Transcribe offers indispensable features for call centers and support services. It helps to capture useful insights by transcribing customer calls in real time. Analyzing and categorizing calls by keywords, phrases and sentiment can help track negative situations, identify trends in customer issues or allocate calls to specific departments.
It is possible to measure the volume of speech. This metric helps to understand if the customer or employee is talking loudly, which is often an indication of being angry or upset. The quality of communication with the client can also be determined by setting the following metrics: interruptions, non-talk time, talk speed, talk time.
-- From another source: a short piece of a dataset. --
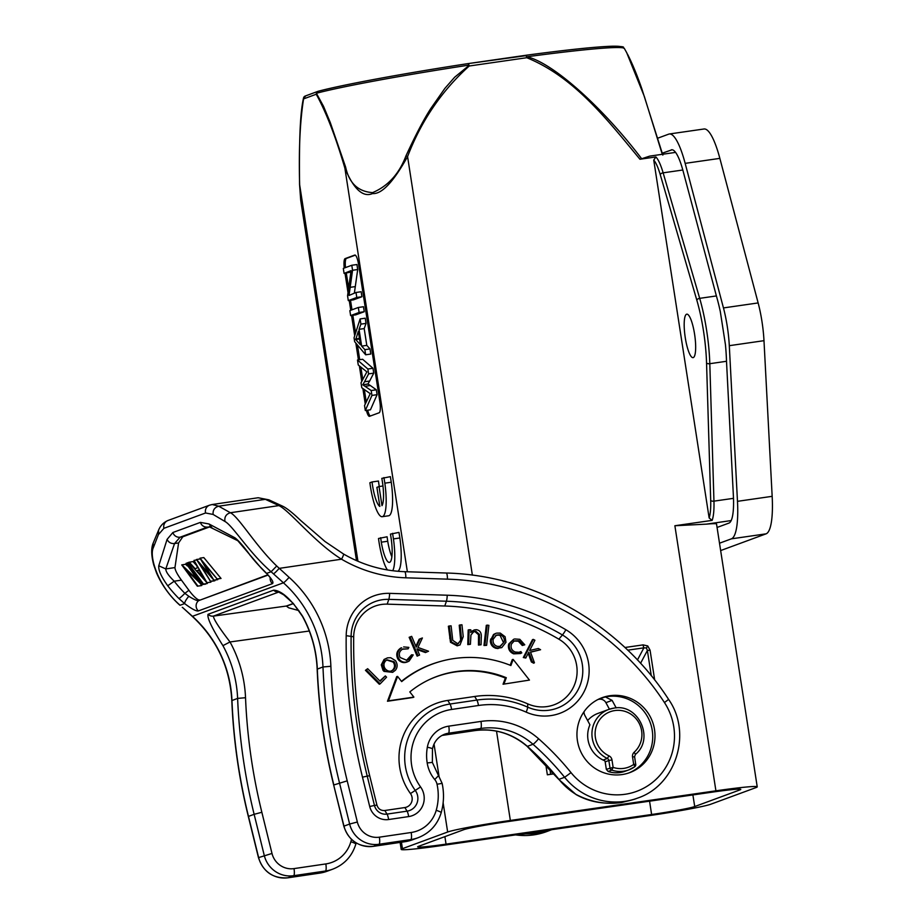 <?xml version="1.0" encoding="UTF-8"?>
<svg xmlns="http://www.w3.org/2000/svg" width="924" height="924" viewBox="0 0 924 924"><rect width="100%" height="100%" fill="white"/><g stroke="black" fill="none" stroke-linecap="round" stroke-linejoin="round"><path stroke-width="1.39" d="M382.224 516.701L388.646 515.777A33.276 7.369 -98.2 0 0 391.256 482.236L390.367 476.657L381.808 478.366A23.25 5.151 81.8 0 1 381.993 505.671L379.036 486.555L376.9 487.352L379.856 506.433A23.25 5.151 81.8 0 1 372.049 481.958L369.889 482.755A33.276 7.369 -98.2 0 0 382.224 516.701A33.276 7.369 -98.2 0 0 384.834 483.16L383.934 477.581M391.256 482.236L384.834 483.16M379.279 486.521A23.25 5.151 81.8 0 1 378.47 481.034L372.049 481.958M382.963 485.989L379.036 486.555M391.868 556.779A23.25 5.151 81.8 0 1 387.722 541.256L387.087 536.775L378.505 538.496A33.276 7.369 -98.2 0 0 387.41 569.946M397.898 571.286A33.276 7.369 -98.2 0 0 399.873 537.976L398.983 532.397L390.425 534.107A23.25 5.151 81.8 0 1 389.397 562.393A23.25 5.151 81.8 0 1 381.3 542.18L380.665 537.699M399.873 537.976L393.451 538.9L392.55 533.321M392.735 570.732A33.276 7.369 -98.2 0 0 393.451 538.9M387.722 541.256L381.3 542.18M626.715 52.703L644.351 96.489L662.277 154.308M526.195 55.659L526.761 57.715L526.195 55.659A2.668 2.067 -40.2 0 1 526.461 55.602L468.295 63.583L525.825 55.29M621.609 47.54A159.875 7.346 -8.8 0 0 525.895 55.278C567.694 49.688 596.731 46.662 612.947 46.2C629.001 46.674 621.09 47.39 624.358 48.475A162.381 7.461 -8.8 0 0 527.003 56.757C553.418 63.098 602.621 107.346 641.672 158.766L639.951 159.24C607.657 120.178 574.428 77.062 526.761 57.715L469.219 66.008C441.707 90.806 421.159 120.998 407.576 156.572L405.959 155.902C415.604 134.962 423.908 119.138 430.861 108.42L444.871 88.392L454.643 77.235L468.895 65.569M675.571 152.391L649.688 156.121L641.672 158.766M639.951 159.24L655.878 156.941L653.742 160.106L709.135 517.948A37.272 8.258 -98.2 0 0 710.695 500.392L706.548 362.936A2.668 1.178 -1.7 0 0 709.805 363.698A66.563 14.749 -98.2 0 0 699.687 298.348A2.668 1.398 163.8 0 0 696.835 300.208L660.267 174.694A37.272 8.258 -98.2 0 0 653.742 160.106M671.182 149.884A42.596 9.436 81.8 0 1 671.598 149.78A42.596 9.436 81.8 0 1 683.079 170.998L716.389 295.934A66.563 14.749 81.8 0 1 720.304 311.55L725.432 344.629A66.563 14.749 81.8 0 1 726.507 361.284L733.379 495.853A42.596 9.436 81.8 0 1 728.978 523.076L717.082 527.454M719.519 543.208L731.381 538.842A58.547 12.971 -98.2 0 0 737.479 501.328L729.302 345.68A45.241 10.025 -98.2 0 0 723.457 307.923L685.158 163.363A58.547 12.971 -98.2 0 0 669.322 133.992A58.547 12.971 -98.2 0 0 668.733 134.142L657.784 138.173M672.083 149.769L662.265 153.176M669.322 133.992L704.019 128.99A58.547 12.971 81.8 0 1 719.854 158.374L758.142 302.933A45.241 10.025 81.8 0 1 763.986 340.679L772.164 496.327A58.547 12.971 81.8 0 1 766.065 533.841L720.651 550.565M651.616 814.506L446.049 844.132A36.602 1.686 -8.8 0 1 417.648 846.869A36.602 1.686 -8.8 0 1 418.491 846.361L463.709 829.706A36.602 1.686 -8.8 0 1 506.814 821.748L712.381 792.122A36.602 1.686 -8.8 0 1 740.782 789.385A36.602 1.686 -8.8 0 1 739.939 789.893L694.721 806.548A36.602 1.686 -8.8 0 1 651.616 814.506L649.572 801.177M510.348 820.454A53.245 2.449 171.2 0 0 447.655 832.016L402.437 848.671A53.245 2.449 171.2 0 0 401.201 849.41A53.245 2.449 171.2 0 0 442.515 845.425L648.082 815.8A53.245 2.449 171.2 0 0 710.787 804.226L756.005 787.583A53.245 2.449 171.2 0 0 757.23 786.844A53.245 2.449 171.2 0 0 715.915 790.817L510.348 820.454L496.523 731.15M405.959 155.902C399.156 173.851 388.045 186.082 372.603 192.619C358.062 191.626 349.064 183.102 345.611 167.036L344.883 168.145C353.753 189.212 362.993 197.678 372.591 193.555C381.704 194.352 393.37 182.028 407.576 156.572L472.372 575.144M709.135 517.948L712.138 520.374L674.878 525.744L706.398 524.139A53.245 2.449 -8.8 0 1 716.539 524.024L757.23 786.844M647.736 645.934L650.069 650.173L647.378 650.496L646.43 647.967L643.889 647.851A3.996 0.889 -98.2 0 1 643.092 644.883L647.736 645.934L646.43 647.967M553.984 773.631L547.366 774.809L554.157 773.838M317.082 91.903L318.387 91.245L316.978 91.938L316.227 94.236L317.082 91.892M469.115 65.431L468.249 63.583C404.781 73.262 342.504 84.754 318.122 91.291L316.978 91.938M318.387 91.245A159.875 7.346 -8.8 0 1 468.249 63.583L468.618 65.165A162.381 7.461 -8.8 0 0 316.389 93.266L323.516 106.306L330.261 122.499L345.611 167.036M407.368 571.771L344.883 168.145C335.689 136.787 326.137 112.15 316.227 94.236L303.569 98.903C299.977 121.783 298.671 150.416 299.653 184.8L300.693 200.104L299.561 184.465C299.203 148.152 299.595 116.886 303.222 99.411L303.476 98.152A162.381 7.461 -8.8 0 1 303.534 98.002L303.222 99.411M344.248 268.052A10.649 2.356 81.8 0 1 345.137 258.605L354.747 255.07A10.649 2.356 81.8 0 1 354.862 255.036A10.649 2.356 81.8 0 1 358.639 264.749L379.799 401.409A10.649 2.356 81.8 0 1 379.163 412.762L369.554 416.297A10.649 2.356 81.8 0 1 369.45 416.331A10.649 2.356 81.8 0 1 366.412 410.383M365.257 404.019L362.866 388.507M361.758 381.393L359.355 365.881M358.431 359.875L355.832 343.081M354.701 335.793L351.547 315.454M350.75 310.256L349.226 300.462M348.002 292.55L345.022 273.285M303.499 98.452L305.728 95.9L303.499 98.452M318.122 91.291A2.668 2.668 0 0 0 317.879 91.372L305.22 96.038A2.668 2.668 0 0 0 303.788 97.286L303.534 98.002M303.476 98.152L303.788 97.286M551.651 829.706L537.029 833.702L522.58 833.887M551.663 829.706L546.546 831.635A66.563 64.83 -110.2 0 1 533.899 834.857A66.563 64.83 -110.2 0 1 515.627 834.892M293.416 603.591L287.653 605.705A6.653 6.48 -110.2 0 1 287.641 605.705A6.653 6.48 -110.2 0 1 286.325 606.04L213.432 616.112C213.456 618.953 218.976 627.569 230.007 641.961A123.862 120.651 -110.2 0 1 245.53 697.712A565.742 551.074 69.8 0 0 261.85 812.277L271.991 853.453A19.97 19.45 69.8 0 0 294.017 868.606L325.837 863.928A31.947 31.116 69.8 0 0 350.854 841.764A53.245 51.859 69.8 0 0 351.466 839.373M293.312 603.464L286.325 606.04L288.704 607.819L298.926 610.591M609.436 709.193L605.901 702.667A6.653 6.48 69.8 0 0 598.764 699.318A39.94 38.9 69.8 0 0 598.013 699.48M317.163 669.161L322.973 666.966A572.395 557.553 69.8 0 0 339.489 782.882L349.63 824.046L343.982 826.137L333.679 785.042C324.301 746.927 318.792 708.292 317.163 669.161C316.331 650.438 311.434 632.824 302.46 616.331L302.633 616.296C291.152 599.168 281.474 590.471 273.596 590.182A6.653 6.48 69.8 0 0 278.678 591.995M309.263 631.023L230.007 641.961L222.927 645.645C212.012 628.332 207.045 617.89 208.027 614.321L273.596 590.182M209.043 526.703L237.78 540.702L261.261 568.156A6.653 0.647 135.1 0 0 261.457 568.144L266.609 573.4L271.113 571.748L273.469 573.862A6.653 0.716 -48 0 0 279.14 568.387L341.534 559.205C314.749 542.654 289.836 510.741 278.898 505.601L230.399 512.739C238.889 517.001 255.232 545.368 276.726 566.008L289.096 577.338A123.862 120.651 -110.2 0 1 330.884 666.285A565.742 551.074 69.8 0 0 347.205 780.849L357.345 822.014L349.63 824.046A26.623 25.93 69.8 0 0 379.002 844.259A6.653 1.478 -98.4 0 0 379.371 837.179L411.192 832.489A31.947 31.116 69.8 0 0 436.209 810.325A53.245 51.859 69.8 0 0 437.04 784.245A10.649 10.372 69.8 0 0 434.73 779.521A33.276 32.421 -110.2 0 1 427.188 762.935A46.593 45.38 -110.2 0 1 427.338 747.227A26.623 25.93 -110.2 0 1 448.787 726.149L480.988 721.413A73.215 71.31 -110.2 0 1 538.611 738.761A272.88 265.812 -110.2 0 1 571.02 772.626A59.898 58.351 69.8 0 0 625.282 794.247A59.898 58.351 69.8 0 0 664.448 702.54A272.88 265.812 69.8 0 0 447.424 579.152L405.832 577.812A139.767 136.151 -110.2 0 1 341.534 559.205A6.653 0.97 -59.7 0 0 343.485 553.984L325.029 541.533L300.496 520.327C292.296 512.508 286.209 507.738 282.259 506.017L268.976 499.872M276.726 566.008L271.113 571.748C248.856 552.471 232.802 525.629 224.982 521.494L213.121 514.449L205.567 512.982A6.653 6.48 69.8 0 1 209.563 505.185L212.185 504.516L218.699 506.202L265.361 499.33L258.189 497.747L268.907 499.838L265.361 499.33L278.898 505.601L282.259 506.017M621.783 802.494L634.719 799.168C612.901 805.716 593.358 804.203 576.126 794.605L576.137 794.49C590.783 802.101 605.994 804.758 621.783 802.494M182.259 607.368A6.653 0.716 -48 0 0 182.467 607.368L192.227 616.32C216.69 639.05 229.891 667.14 231.808 700.588C233.437 739.731 238.946 778.355 248.325 816.47L248.475 816.4A572.395 557.553 -110.2 0 1 231.959 700.484A117.209 114.16 69.8 0 0 192.423 616.32A6.653 0.716 132 0 1 192.227 616.32M270.605 578.043L266.609 573.4C272.026 579.221 273.954 582.64 272.418 583.656L198.371 610.926C196.269 611.376 191.684 608.939 184.627 603.591L178.933 598.544A6.653 0.647 135.1 0 0 184.869 593.335L188.819 596.28C193.948 599.491 197.239 600.935 198.695 600.623L267.706 574.867M188.9 590.286L181.451 580.133C177.177 574.254 175.017 570.073 174.959 567.579L165.8 568.93C165.743 571.621 168.549 575.71 174.22 581.208A126.461 123.181 69.8 0 0 184.869 593.335L188.9 590.286A13.317 2.888 -127.1 0 0 199.584 599.953M174.959 567.579L178.598 542.942L182.79 536.798L180.122 537.191L174.555 543.543L178.598 542.942M209.887 526.819L182.79 536.798M208.997 526.715L209.644 526.761M187.353 565.904L185.655 564.264L181.739 564.899L197.366 586.197L201.767 585.539L199.884 582.998M197.366 586.197L201.767 585.539M197.84 586.024L185.401 569.068L201.594 584.638L205.394 583.852M207.346 583.494L202.945 584.141L207.346 583.494L205.925 581.554M195.957 564.807L193.047 561.549L188.704 562.335L206.918 582.674L210.891 582.178L208.963 578.851M200.404 558.951L196.454 559.482L210.557 581.335L200.635 565.026L213.848 580.122L203.892 563.686L217.117 578.921L200 558.177L210.302 575.306L196.5 559.47M210.557 581.335L214.449 580.873L214.553 580.053M213.791 580.145L217.683 579.683L217.371 579.013M216.62 579.105L221.032 578.447L203.811 557.576L200 558.177M181.832 564.864L197.99 580.399L186.059 563.305L201.686 584.603L205.602 584.13M187.491 563.086L186.059 563.305M188.854 562.508L187.318 562.843L202.945 584.141M187.803 562.67L203.419 583.968M210.891 582.178L206.976 582.651L194.017 560.383L197.678 567.752L195.103 568.699L189.224 562.15M196.754 559.944L194.017 560.383M198.937 569.912L204.042 578.69L196.87 570.674L198.937 569.912M199.214 570.397L196.87 570.674M221.032 578.447L217.117 578.921M217.764 579.648L213.848 580.122M214.957 580.688L211.042 581.15M250.081 555.405L250.254 555.382C243.67 546.35 238.542 540.482 234.869 537.768L237.641 540.644M167.071 539.397C168.607 542.446 171.102 543.82 174.555 543.543L165.8 568.93L158.766 565.788L167.071 539.397L172.88 532.513A6.653 6.48 -110.2 0 0 180.122 537.191L207.646 527.05A6.653 6.48 69.8 0 1 200.404 522.383L208.986 523.966L234.869 537.768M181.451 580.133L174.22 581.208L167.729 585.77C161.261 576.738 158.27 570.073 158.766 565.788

Besides call-centers, Transcribe Service can be useful in almost any field: education, law, e-commerce, and many others. For example, Amazon Comprehend Medical is a machine-learning-powered HIPAA-eligible service pre-trained to identify and extract health data from medical texts, such as prescriptions, procedures, or diagnoses.
It is difficult to imagine modern technologies without a service that can transform speech into text. And of course, Transcribe has analogues from other digital giants. However, it is worth noting that a large number of developers who have leveraged Amazon service, admit a much higher quality and accuracy compared to similar solutions provided by the current market.